Stored dataset items>
[Start of section]
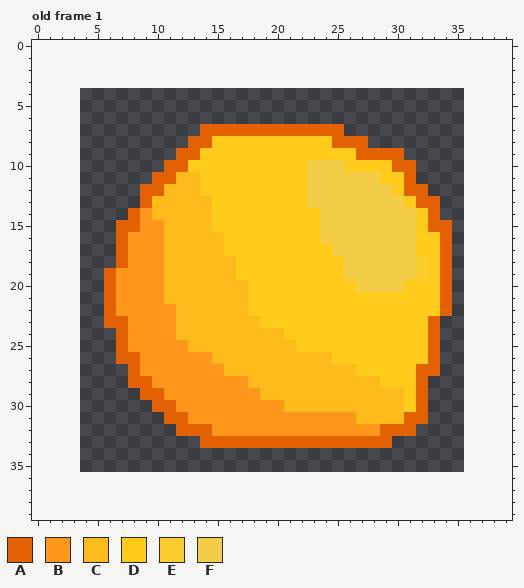
Edited in one commit: pixel-art file (assets/orange.ase). Above is the file before it was changed.
32x32 pixels, 1 frame. Shown: old frame 1. The old version is drawn lined up with the new one, on the new canvas. The commit also changed other frames, which this record leaves out.
Palette (. is transparent): A #e46100  B #ff971c  C #ffba1c  D #ffcc1c  E #fbcd2d  F #f3cd48
Pixels before, old frame 1, first column x 6:
 7 ........AAAAAAAAAAAA.........
 8 .......AADDDDDDDDDDAAA.......
 9 ......AADDDDDDDDDDDDDAAAA....
10 .....AADDDDDDDDDDFFFDDDDAA...
11 ....AACCDDDDDDDDDFFFFFFDDA...
12 ...AACCCDDDDDDDDDFFFFFFFDAA..
13 ...ACCCCCDDDDDDDDFFFFFFFFDAA.
14 ..ABCCCCCDDDDDDDDDFFFFFFFFDA.
15 .AABBCCCCDDDDDDDDDFFFFFFFFDAA
16 .ABBBCCCCCDDDDDDDDFFFFFFFFDDA
17 .ABBBCCCCCDDDDDDDDDFFFFFFFDDA
18 .ABBBCCCCCCDDDDDDDDDFFFFFFEDA
19 ABBBBCCCCCCDDDDDDDDDFFFFFFEDA
20 ABBBBCCCCCCCDDDDDDDDDFFFFDDDA
21 ABBBBCCCCCCCDDDDDDDDDDDDDDDDA
22 ABBBBBCCCCCCDDDDDDDDDDDDDDDDA
23 AABBBBCCCCCCCDDDDDDDDDDDDDDA.
24 .ABBBBCCCCCCCCCDDDDDDDDDDDDA.
25 .ABBBBBCCCCCCCCCDDDDDDDDDDDA.
26 .AABBBBBBCCCCCCCCCCDDDDDDDDA.
27 ..ABBBBBBBCCCCCCCCCCCDDDDDAA.
28 ..AABBBBBBBBCCCCCCCCCCCDDDA..
29 ...AABBBBBBBBCCCCCCCCCCCCDA..
30 ....AABBBBBBBBBCCCCCCCCCCDA..
31 .....AABBBBBBBBBBBBBBCCCCAA..
32 ......AAABBBBBBBBBBBBBBAAA...
33 ........AAAAAAAAAAAAAAAA.....
Once edited:
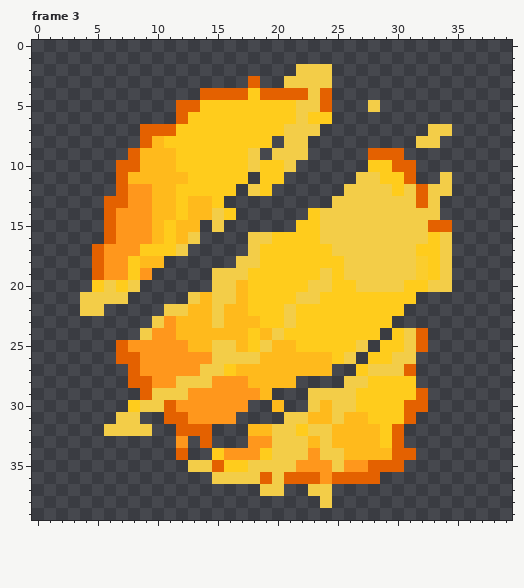
A new or re-ordered frame is compared with the old frame closest to it.
Diff:
canvas 32x32 -> 40x40, the old top-left corner now at 4,4
frames 1 -> 4
Frame 3 is new; against old frame 1:
y 2: x 22..24 ... -> FFF
y 3: x 18 . -> A; x 21..24 .... -> FFFF
y 4: x 14..24 ........... -> AAAADAAAAFA
y 5: x 12..24 ............. -> AADDDDDDDDFFA; x 28 . -> F
y 6: x 12..24 ............. -> ADDDDDDDDDFDD
y 7: x 9..25 .....AAAAAAAAAAAA -> AAADDDDDDDDDFFF..; x 33..34 .. -> FF
y 8: x 9..14 ....AA -> ACDDDD; x 20..27 DDDDDAAA -> .FF.....; x 32..33 .. -> FF
y 9: x 8..13 ....AA -> ACCCDD; x 18..27 DDDDDDDDDA -> F.FFF.....
y 10: x 7..12 ....AA -> AACCCD; x 18 D -> F; x 21..27 DDFFFDD -> F......
y 11: x 7..11 ...AA -> ACCCC; x 13 C -> D; x 18 D -> .; x 21..26 DDFFFF -> ......; x 34 . -> F
y 12: x 7..10 ..AA -> ABBC; x 12..13 CC -> DD; x 17..18 DD -> .F; x 20..25 DDDFFF -> ......; x 31 A -> F; x 33..34 .. -> FF
y 13: x 6..9 ...A -> AABB; x 12 C -> D; x 16..24 DDDDDDDFF -> .........; x 31 D -> F; x 33 A -> F
y 14: x 6..8 ..A -> ABB; x 12 C -> D; x 15 D -> F; x 17..22 DDDDDD -> ......; x 32..33 DA -> FF
y 15: x 6..8 .AA -> ABB; x 10..11 BC -> CD; x 14..21 CDDDDDDD -> .F......; x 32 D -> F
y 16: x 6..7 .A -> AB; x 10..11 BC -> CD; x 13..19 CCCDDDD -> F....FF; x 32 D -> F; x 34 A -> F
y 17: x 5..7 ..A -> ABB; x 9..18 BBCCCCCDDD -> DDDF.....F; x 34 A -> F
y 18: x 5..18 ..ABBBCCCCCCDD -> ABBDCC......FF; x 34 A -> F
y 19: x 5..6 .A -> AB; x 8 B -> D; x 10..17 BCCCCCCD -> .....FFF; x 24 D -> F; x 34 A -> F
y 20: x 5..16 .ABBBBCCCCCC -> DFDF......FF; x 23..24 DD -> FF; x 33..34 DA -> FF
y 21: x 4..13 ..ABBBBCCC -> FFFF.....F; x 15..16 CC -> FF; x 22..23 DD -> FF; x 32..34 DDA -> ...
y 22: x 4..12 ..ABBBBBC -> FF.....FF; x 15 C -> F; x 21 D -> F; x 31..34 DDDA -> ....
y 23: x 6..10 AABBB -> ....F; x 15 C -> F; x 21 D -> F; x 30..33 DDDA -> ....
y 24: x 7..9 ABB -> ..F; x 18 C -> D; x 20 C -> F; x 29 D -> .; x 31..33 DDA -> FA.
y 25: x 15..16 CC -> FF; x 18..19 CC -> DF; x 27..28 DD -> F.; x 31..33 DDA -> FA.
y 26: x 15..18 CCCC -> FFFF; x 26..27 DD -> F.; x 30..33 DDDA -> FF..
y 27: x 14..16 BBC -> FFD; x 25..26 CC -> ..; x 28..33 DDDDAA -> FFFA..
y 28: x 12..14 BBB -> FFF; x 22..28 CCCCCCC -> ....FFD; x 32 A -> .
y 29: x 10..12 ABB -> FFF; x 20..30 CCCCCCCCCCC -> ...FFFFDDDD
y 30: x 8..10 ..A -> DFF; x 18..23 BBBCCC -> ..C..F; x 25..31 CCCCCCD -> FFDDDDA
y 31: x 7..8 .. -> FF; x 17..26 BBBBBBBBBB -> ....FFCCFC; x 28..30 CCC -> DDD; x 32 A -> .
y 32: x 6..9 .... -> FFFF; x 15..29 BBBBBBBBBBBBBBA -> ...CCFFDFFCCCCD; x 31 A -> .
y 33: x 12 . -> B; x 15..30 AAAAAAAAAAAAAAA. -> ...BBFFFCFCCCCDA
y 34: x 12 . -> A; x 15..31 ................. -> DBBBDFFFBFFCCCCAA
y 35: x 13..30 .................. -> FFADDFFFFBBBFBBAAA
y 36: x 15..28 .............. -> FFFFAFAAABAAAA
y 37: x 19..20 .. -> FF; x 23..24 .. -> FF
y 38: x 24 . -> F
Pixel boxes of the changes (left, top, right, bottom) in both pictures:
changed: (80, 64, 452, 508)
[End of section]
A faithful reproduction of every entry, with no pictures, is the expected answer.

Edited in one commit: pixel-art file (assets/orange.ase). Above is the file before it was changed.
32x32 pixels, 1 frame. Shown: old frame 1. The old version is drawn lined up with the new one, on the new canvas. The commit also changed other frames, which this record leaves out.
Palette (. is transparent): A #e46100  B #ff971c  C #ffba1c  D #ffcc1c  E #fbcd2d  F #f3cd48
Pixels before, old frame 1, first column x 6:
 7 ........AAAAAAAAAAAA.........
 8 .......AADDDDDDDDDDAAA.......
 9 ......AADDDDDDDDDDDDDAAAA....
10 .....AADDDDDDDDDDFFFDDDDAA...
11 ....AACCDDDDDDDDDFFFFFFDDA...
12 ...AACCCDDDDDDDDDFFFFFFFDAA..
13 ...ACCCCCDDDDDDDDFFFFFFFFDAA.
14 ..ABCCCCCDDDDDDDDDFFFFFFFFDA.
15 .AABBCCCCDDDDDDDDDFFFFFFFFDAA
16 .ABBBCCCCCDDDDDDDDFFFFFFFFDDA
17 .ABBBCCCCCDDDDDDDDDFFFFFFFDDA
18 .ABBBCCCCCCDDDDDDDDDFFFFFFEDA
19 ABBBBCCCCCCDDDDDDDDDFFFFFFEDA
20 ABBBBCCCCCCCDDDDDDDDDFFFFDDDA
21 ABBBBCCCCCCCDDDDDDDDDDDDDDDDA
22 ABBBBBCCCCCCDDDDDDDDDDDDDDDDA
23 AABBBBCCCCCCCDDDDDDDDDDDDDDA.
24 .ABBBBCCCCCCCCCDDDDDDDDDDDDA.
25 .ABBBBBCCCCCCCCCDDDDDDDDDDDA.
26 .AABBBBBBCCCCCCCCCCDDDDDDDDA.
27 ..ABBBBBBBCCCCCCCCCCCDDDDDAA.
28 ..AABBBBBBBBCCCCCCCCCCCDDDA..
29 ...AABBBBBBBBCCCCCCCCCCCCDA..
30 ....AABBBBBBBBBCCCCCCCCCCDA..
31 .....AABBBBBBBBBBBBBBCCCCAA..
32 ......AAABBBBBBBBBBBBBBAAA...
33 ........AAAAAAAAAAAAAAAA.....
Once edited:
A new or re-ordered frame is compared with the old frame closest to it.
Diff:
canvas 32x32 -> 40x40, the old top-left corner now at 4,4
frames 1 -> 4
Frame 3 is new; against old frame 1:
y 2: x 22..24 ... -> FFF
y 3: x 18 . -> A; x 21..24 .... -> FFFF
y 4: x 14..24 ........... -> AAAADAAAAFA
y 5: x 12..24 ............. -> AADDDDDDDDFFA; x 28 . -> F
y 6: x 12..24 ............. -> ADDDDDDDDDFDD
y 7: x 9..25 .....AAAAAAAAAAAA -> AAADDDDDDDDDFFF..; x 33..34 .. -> FF
y 8: x 9..14 ....AA -> ACDDDD; x 20..27 DDDDDAAA -> .FF.....; x 32..33 .. -> FF
y 9: x 8..13 ....AA -> ACCCDD; x 18..27 DDDDDDDDDA -> F.FFF.....
y 10: x 7..12 ....AA -> AACCCD; x 18 D -> F; x 21..27 DDFFFDD -> F......
y 11: x 7..11 ...AA -> ACCCC; x 13 C -> D; x 18 D -> .; x 21..26 DDFFFF -> ......; x 34 . -> F
y 12: x 7..10 ..AA -> ABBC; x 12..13 CC -> DD; x 17..18 DD -> .F; x 20..25 DDDFFF -> ......; x 31 A -> F; x 33..34 .. -> FF
y 13: x 6..9 ...A -> AABB; x 12 C -> D; x 16..24 DDDDDDDFF -> .........; x 31 D -> F; x 33 A -> F
y 14: x 6..8 ..A -> ABB; x 12 C -> D; x 15 D -> F; x 17..22 DDDDDD -> ......; x 32..33 DA -> FF
y 15: x 6..8 .AA -> ABB; x 10..11 BC -> CD; x 14..21 CDDDDDDD -> .F......; x 32 D -> F
y 16: x 6..7 .A -> AB; x 10..11 BC -> CD; x 13..19 CCCDDDD -> F....FF; x 32 D -> F; x 34 A -> F
y 17: x 5..7 ..A -> ABB; x 9..18 BBCCCCCDDD -> DDDF.....F; x 34 A -> F
y 18: x 5..18 ..ABBBCCCCCCDD -> ABBDCC......FF; x 34 A -> F
y 19: x 5..6 .A -> AB; x 8 B -> D; x 10..17 BCCCCCCD -> .....FFF; x 24 D -> F; x 34 A -> F
y 20: x 5..16 .ABBBBCCCCCC -> DFDF......FF; x 23..24 DD -> FF; x 33..34 DA -> FF
y 21: x 4..13 ..ABBBBCCC -> FFFF.....F; x 15..16 CC -> FF; x 22..23 DD -> FF; x 32..34 DDA -> ...
y 22: x 4..12 ..ABBBBBC -> FF.....FF; x 15 C -> F; x 21 D -> F; x 31..34 DDDA -> ....
y 23: x 6..10 AABBB -> ....F; x 15 C -> F; x 21 D -> F; x 30..33 DDDA -> ....
y 24: x 7..9 ABB -> ..F; x 18 C -> D; x 20 C -> F; x 29 D -> .; x 31..33 DDA -> FA.
y 25: x 15..16 CC -> FF; x 18..19 CC -> DF; x 27..28 DD -> F.; x 31..33 DDA -> FA.
y 26: x 15..18 CCCC -> FFFF; x 26..27 DD -> F.; x 30..33 DDDA -> FF..
y 27: x 14..16 BBC -> FFD; x 25..26 CC -> ..; x 28..33 DDDDAA -> FFFA..
y 28: x 12..14 BBB -> FFF; x 22..28 CCCCCCC -> ....FFD; x 32 A -> .
y 29: x 10..12 ABB -> FFF; x 20..30 CCCCCCCCCCC -> ...FFFFDDDD
y 30: x 8..10 ..A -> DFF; x 18..23 BBBCCC -> ..C..F; x 25..31 CCCCCCD -> FFDDDDA
y 31: x 7..8 .. -> FF; x 17..26 BBBBBBBBBB -> ....FFCCFC; x 28..30 CCC -> DDD; x 32 A -> .
y 32: x 6..9 .... -> FFFF; x 15..29 BBBBBBBBBBBBBBA -> ...CCFFDFFCCCCD; x 31 A -> .
y 33: x 12 . -> B; x 15..30 AAAAAAAAAAAAAAA. -> ...BBFFFCFCCCCDA
y 34: x 12 . -> A; x 15..31 ................. -> DBBBDFFFBFFCCCCAA
y 35: x 13..30 .................. -> FFADDFFFFBBBFBBAAA
y 36: x 15..28 .............. -> FFFFAFAAABAAAA
y 37: x 19..20 .. -> FF; x 23..24 .. -> FF
y 38: x 24 . -> F
Pixel boxes of the changes (left, top, right, bottom) in both pictures:
changed: (80, 64, 452, 508)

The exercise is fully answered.